Birth of a query modification language
Once we had built a large subset of the above interactions, we realized that what we were building was a true companion language to our query language, which can be called a query modification language, the first of its kind. This language became the foundation of many powerful capabilities.
Note that the QML described here complements our own ThoughtSpot Modeling Language (TML) but is a very different kind of language in the sense that users are never exposed to a programming language (other than when they invoke APIs) and it is exposed purely as a visual interaction language.
Putting it all together in Liveboards
The query modification language is the foundation of many of the powerful capabilities that make Liveboards so different from dashboards. The QML sits outside of the search bar and gives users two ways of interacting with the query. Many times QML can be a way that someone can get to a complex query by breaking the steps into fairly simple modifications.
Most dashboards are designed based on requirements given by business users and are mostly static in their functionality based on the requirements known at the time of authoring. In contrast, Liveboards use the visualizations only as a starting point for data exploration. When a business user looks at the metrics and KPIs on a Liveboard, they invariably generate new questions. The answer to those questions generates new questions.
Having a system based on this QML means that the business user can get to all those questions within minutes instead of waiting on the data team for every new question.
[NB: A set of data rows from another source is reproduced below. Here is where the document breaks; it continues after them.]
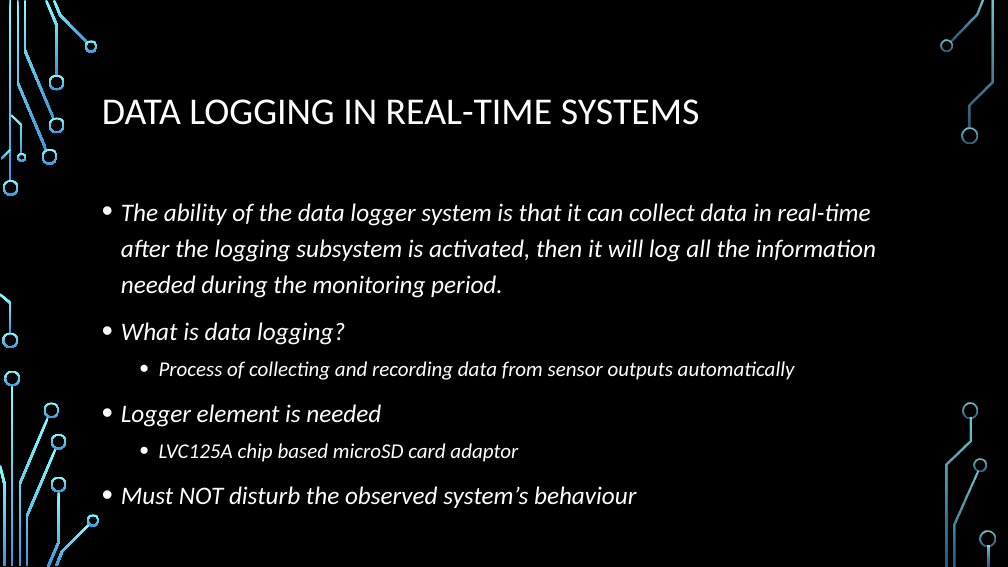
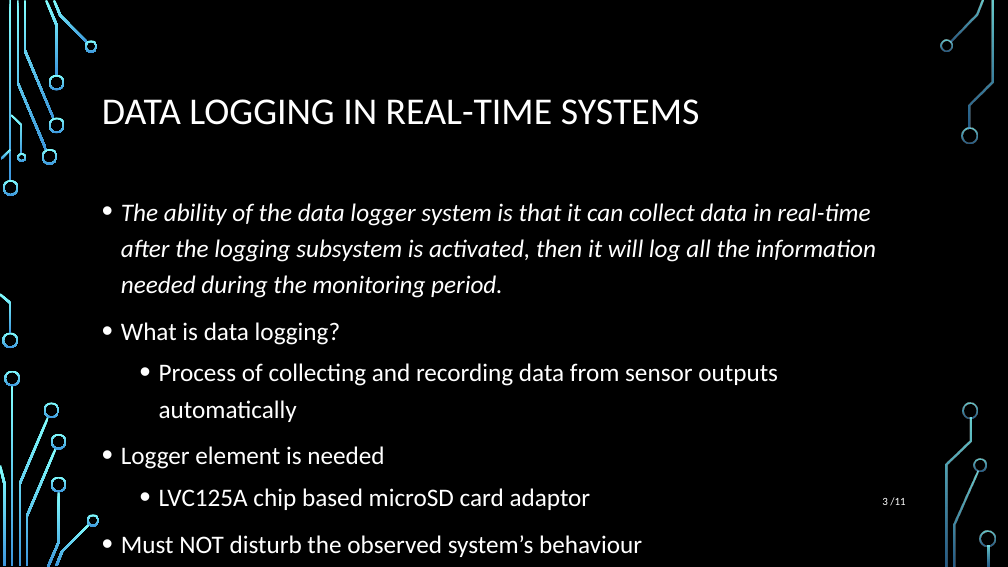
Before and after one commit to tdomi/Onlab, a slide deck: slide 3 of RHNFAE_onlab.pptx. Drawn at 1008x567 pixels with LibreOffice and Linux fonts; fonts in the diff are those of the drawing; background and template pictures are left out. Boxes give left, top, right and bottom in pixels: in the first picture for what was removed or moved away, otherwise in the second. Text is boxed around its words. In the diff, an @@ line names an element or a change of style, - is before the commit and + after.

```diff
--- a/RHNFAE_onlab.pptx
+++ b/RHNFAE_onlab.pptx
@@ text at [121, 322, 778, 557]: italic off in "What is data logging?", "Process of collecting and recording data from ...", "Logger element is needed", "LVC125A chip based microSD card adaptor" and 1 more places; size 20 to 24 pt in "Process of collecting and recording data from ...", "LVC125A chip based microSD card adaptor" @@
@@ page number added at [882, 497, 905, 506], 10.5 pt, text #FFFFFF @@
+3 /11
```
Also in this commit, not shown: 10 other slides changed, 1 other file.

While dashboards typically provide users a static of their data, Liveboards are simply a starting point. In the interaction above, we dive into Explore mode, select a filter recommended by ThoughtSpot’s AI, and then drill down one more level to get to an entirely new answer.
As a business user with all the context in your brain, you can get to the right question to ask your data to truly find insights and add value. Many times you arrive, at this question by asking a lot of questions.
With QML as the foundation layer, Liveboards are the perfect tool to answer any data question.